Stored items:
****************

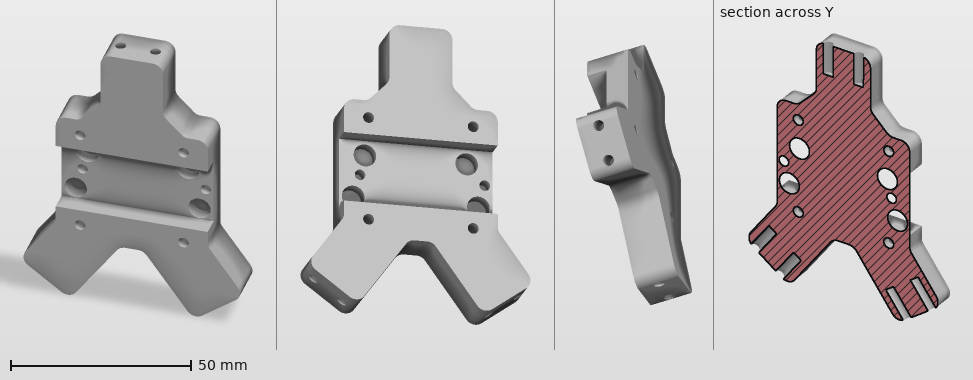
import cadquery as cq

thickness = 12.0
body_width = 44.1
body_height = 40.05
corner_radius = 3.0

arm_width = 18.1
arm_reach = 43.0
arm_angles = (0, 144, -144)
gusset_leg = 6.15

channel_height = 20.15
channel_depth = 5.65

mount_diameter = 3.1
mount_spacing = 30.0
tip_diameter = 3.0
tip_spacing = 10.1
tip_depth = 10.0
pocket_diameter = 6.5
pin_diameter = 3.0
pocket_depth = 4.0
pocket_centres = [(-14.6, 5.8), (14.6, 5.8), (-17.9, -6.6), (17.9, -6.6)]
pin_centres = [(-16.0, 0), (19.75, 0)]


def front_plane(y):
    """Sketch plane with local axes X and Z; extruding goes toward +Y when negative."""
    return cq.Workplane("XZ", origin=(0, y, 0))


def rotate_about_centre(shape, angle):
    return shape.rotate((0, 0, 0), (0, 1, 0), angle)


def make_arm():
    """Upright arm from the centre to its tip."""
    return front_plane(0).center(0, arm_reach / 2).rect(arm_width, arm_reach).extrude(-thickness)


def make_gussets():
    """45 degree wedges between the upright arm and the body shoulders."""
    half_base = arm_width / 2 + gusset_leg
    shoulder = body_height / 2
    outline = [
        (-half_base, 0),
        (-half_base, shoulder),
        (-arm_width / 2, shoulder + gusset_leg),
        (arm_width / 2, shoulder + gusset_leg),
        (half_base, shoulder),
        (half_base, 0),
    ]
    return front_plane(0).polyline(outline).close().extrude(-thickness)


def make_plate():
    plate = front_plane(0).rect(body_width, body_height).extrude(-thickness)
    plate = plate.union(make_gussets())
    for angle in arm_angles:
        plate = plate.union(rotate_about_centre(make_arm(), angle))
    return plate.clean().edges("|Y").fillet(corner_radius)


def make_channel():
    return front_plane(0).rect(body_width, channel_height).extrude(-channel_depth)


def make_mount_holes():
    holes = front_plane(0).rect(mount_spacing, mount_spacing, forConstruction=True).vertices()
    return holes.circle(mount_diameter / 2).extrude(-thickness)


def make_floor_holes(centres, diameter):
    """Blind holes in the channel floor."""
    return front_plane(channel_depth).pushPoints(centres).circle(diameter / 2).extrude(-pocket_depth)


def make_tip_holes():
    """Pair of blind holes in the tip of the upright arm."""
    tip = cq.Workplane("XY", origin=(0, thickness / 2, arm_reach))
    centres = [(-tip_spacing / 2, 0), (tip_spacing / 2, 0)]
    return tip.pushPoints(centres).circle(tip_diameter / 2).extrude(-tip_depth)


result = make_plate().cut(make_channel()).cut(make_mount_holes())
result = result.cut(make_floor_holes(pocket_centres, pocket_diameter))
result = result.cut(make_floor_holes(pin_centres, pin_diameter))
for angle in arm_angles:
    result = result.cut(rotate_about_centre(make_tip_holes(), angle))
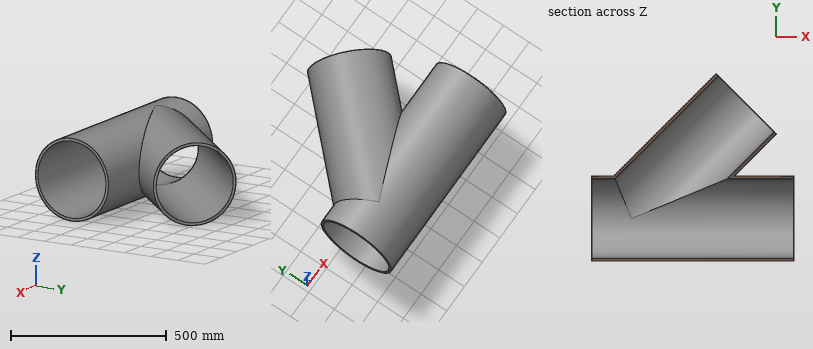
import cadquery as cq
import math

outer_diameter = 273.5
inner_diameter = 254.5
run_length = 648.0
branch_length = 520.0
branch_offset = 127.5
branch_angle = math.radians(45)

run_start = (0, 0, 0)
run_direction = (1, 0, 0)
axis_crossing = (branch_offset, 0, 0)
branch_direction = (math.cos(branch_angle), math.sin(branch_angle), 0)


def cylinder(diameter, length, start, direction):
    """Solid cylinder extending from start along direction."""
    plane = cq.Plane(origin=start, xDir=(0, 0, 1), normal=direction)
    return cq.Workplane(plane).circle(diameter / 2).extrude(length)


def pipe_union(diameter):
    """Run and branch of one diameter, joined at the axis crossing."""
    run = cylinder(diameter, run_length, run_start, run_direction)
    branch = cylinder(diameter, branch_length, axis_crossing, branch_direction)
    return run.union(branch)


result = pipe_union(outer_diameter).cut(pipe_union(inner_diameter))

****************

## Try it
Write out, word for word, the lines from the start of the data through the one holding "origin=(0, y, 0))". Omit pictures.

## Reply to the task
import cadquery as cq

thickness = 12.0
body_width = 44.1
body_height = 40.05
corner_radius = 3.0

arm_width = 18.1
arm_reach = 43.0
arm_angles = (0, 144, -144)
gusset_leg = 6.15

channel_height = 20.15
channel_depth = 5.65

mount_diameter = 3.1
mount_spacing = 30.0
tip_diameter = 3.0
tip_spacing = 10.1
tip_depth = 10.0
pocket_diameter = 6.5
pin_diameter = 3.0
pocket_depth = 4.0
pocket_centres = [(-14.6, 5.8), (14.6, 5.8), (-17.9, -6.6), (17.9, -6.6)]
pin_centres = [(-16.0, 0), (19.75, 0)]


def front_plane(y):
    """Sketch plane with local axes X and Z; extruding goes toward +Y when negative."""
    return cq.Workplane("XZ", origin=(0, y, 0))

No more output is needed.